Speech technologies has been greatly improved theses days based on the data-oriented methodology. Increased computation power enabled us to use large mount of data easily. The stochastic method such as HMM (Hidden Markov Model) provides us with more accurate speech recognition. The concatenation method using the wave dictionary synthesizes very clear artificial speech. Such progress has spread the research area over challenging application of speech technologies.

A spoken dialog system is one of the ultimate goals of speech research. This should be realized as integration of advanced spoken language technologies which include continuous speech recognition, language processing, dialog management, sentence generation, and speech synthesis. Although this goal is rather ambitious, we can expect it will be realized in the near future. As speech is the most natural and easy communication channel for human, interface systems between human and machine can be very friendly through spoken language. Spoken language processing is also the key technology of multi-media systems.

The major results in speech research obtained thus far in our lab include a speech recognition expert named SPREX which recognizes continuous speech by simulating the human way of feature parameter trajectory reading using knowledge base technology, a language processing subsystem for speech understanding named ASP which stands for ASsociation-based Parser, dialog management system named MASCOTS-I based on SR(Stimulus-Response)-plans and a speech synthesis system from concept representation. All these modules are being combined into a general speech interface system which is independent of the dialog domain. We are aiming at speech communication with various intelligent performance systems (IPS).

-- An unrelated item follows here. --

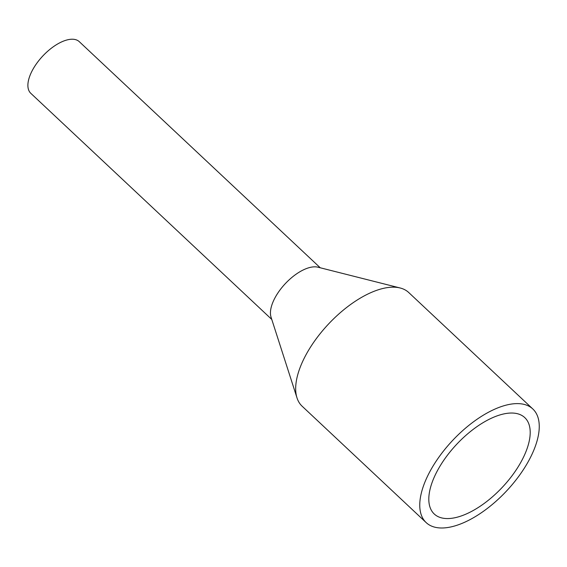 <?xml version="1.0" encoding="UTF-8"?>
<svg xmlns="http://www.w3.org/2000/svg" width="567" height="567" viewBox="0 0 567 567"><rect width="100%" height="100%" fill="white"/><g stroke="black" fill="none" stroke-linecap="round" stroke-linejoin="round"><path stroke-width="0.85" d="M320.249 267.78L79.281 41.667A35.416 16.797 133.2 0 0 69.727 39.399A35.416 16.797 133.2 0 0 36.862 63.185A35.416 16.797 133.2 0 0 30.809 93.321L271.777 319.441M532.824 408.977L408.743 292.537A77.92 36.954 133.2 0 0 400.139 287.979L317.924 267.192A35.416 16.797 133.2 0 0 312.282 267.007A35.416 16.797 133.2 0 0 282.146 287.242A35.416 16.797 133.2 0 0 271.04 317.151L297.002 397.885A77.92 36.954 133.2 0 0 302.098 406.185L426.186 522.618A77.92 36.954 133.2 0 0 447.2 527.601A77.92 36.954 133.2 0 0 519.514 475.274A77.92 36.954 133.2 0 0 532.824 408.977A77.92 36.954 133.2 0 0 511.817 404.002A77.92 36.954 133.2 0 0 439.503 456.322A77.92 36.954 133.2 0 0 426.186 522.618M400.139 287.979A77.92 36.954 133.2 0 0 387.729 287.561A77.92 36.954 133.2 0 0 321.432 332.085A77.92 36.954 133.2 0 0 297.002 397.885M506.919 413.364A66.112 31.355 133.2 0 0 446.201 456.882A66.112 31.355 133.2 0 0 433.521 513.263A66.112 31.355 133.2 0 0 452.09 518.238A66.112 31.355 133.2 0 0 514.078 472.963A66.112 31.355 133.2 0 0 523.951 416.894A66.112 31.355 133.2 0 0 506.919 413.364"/></g></svg>

Conventional architecture of spoken dialog system is often dependent on the domain, which makes it difficult to reuse its basic component of dialog management in other systems with different domains. In order to realize a portable speech interface, the dialog manager in our interface system is designed so as to use as less domain-dependent knowledge as possible.

Reports: 1992 - 1994

1. Dialog model

The dialog manager in our speech interface system has many useful functions. Predicting the next utterance provides semantic constraints which help spoken language recognition and extracting dialog information contributes to synthesis of natural spoken language. These functions can not be realized without the dialog model which is the most important concept for constructing spoken dialog systems.

There are in general at least two kinds of structures in dialog: one is the utterance pair and another is the discourse segment. We model these structures of a dialog by a plan architecture and a network model of topic transitions.

1.1 SR-plan

In a cooperative and goal-oriented dialog, a person usually replies when he/she is asked. We model this characteristic of a dialog as a sort of plan, called SR-plan. An SR-plan corresponds to an interaction composed of a stimulus (requirement) and a response to it.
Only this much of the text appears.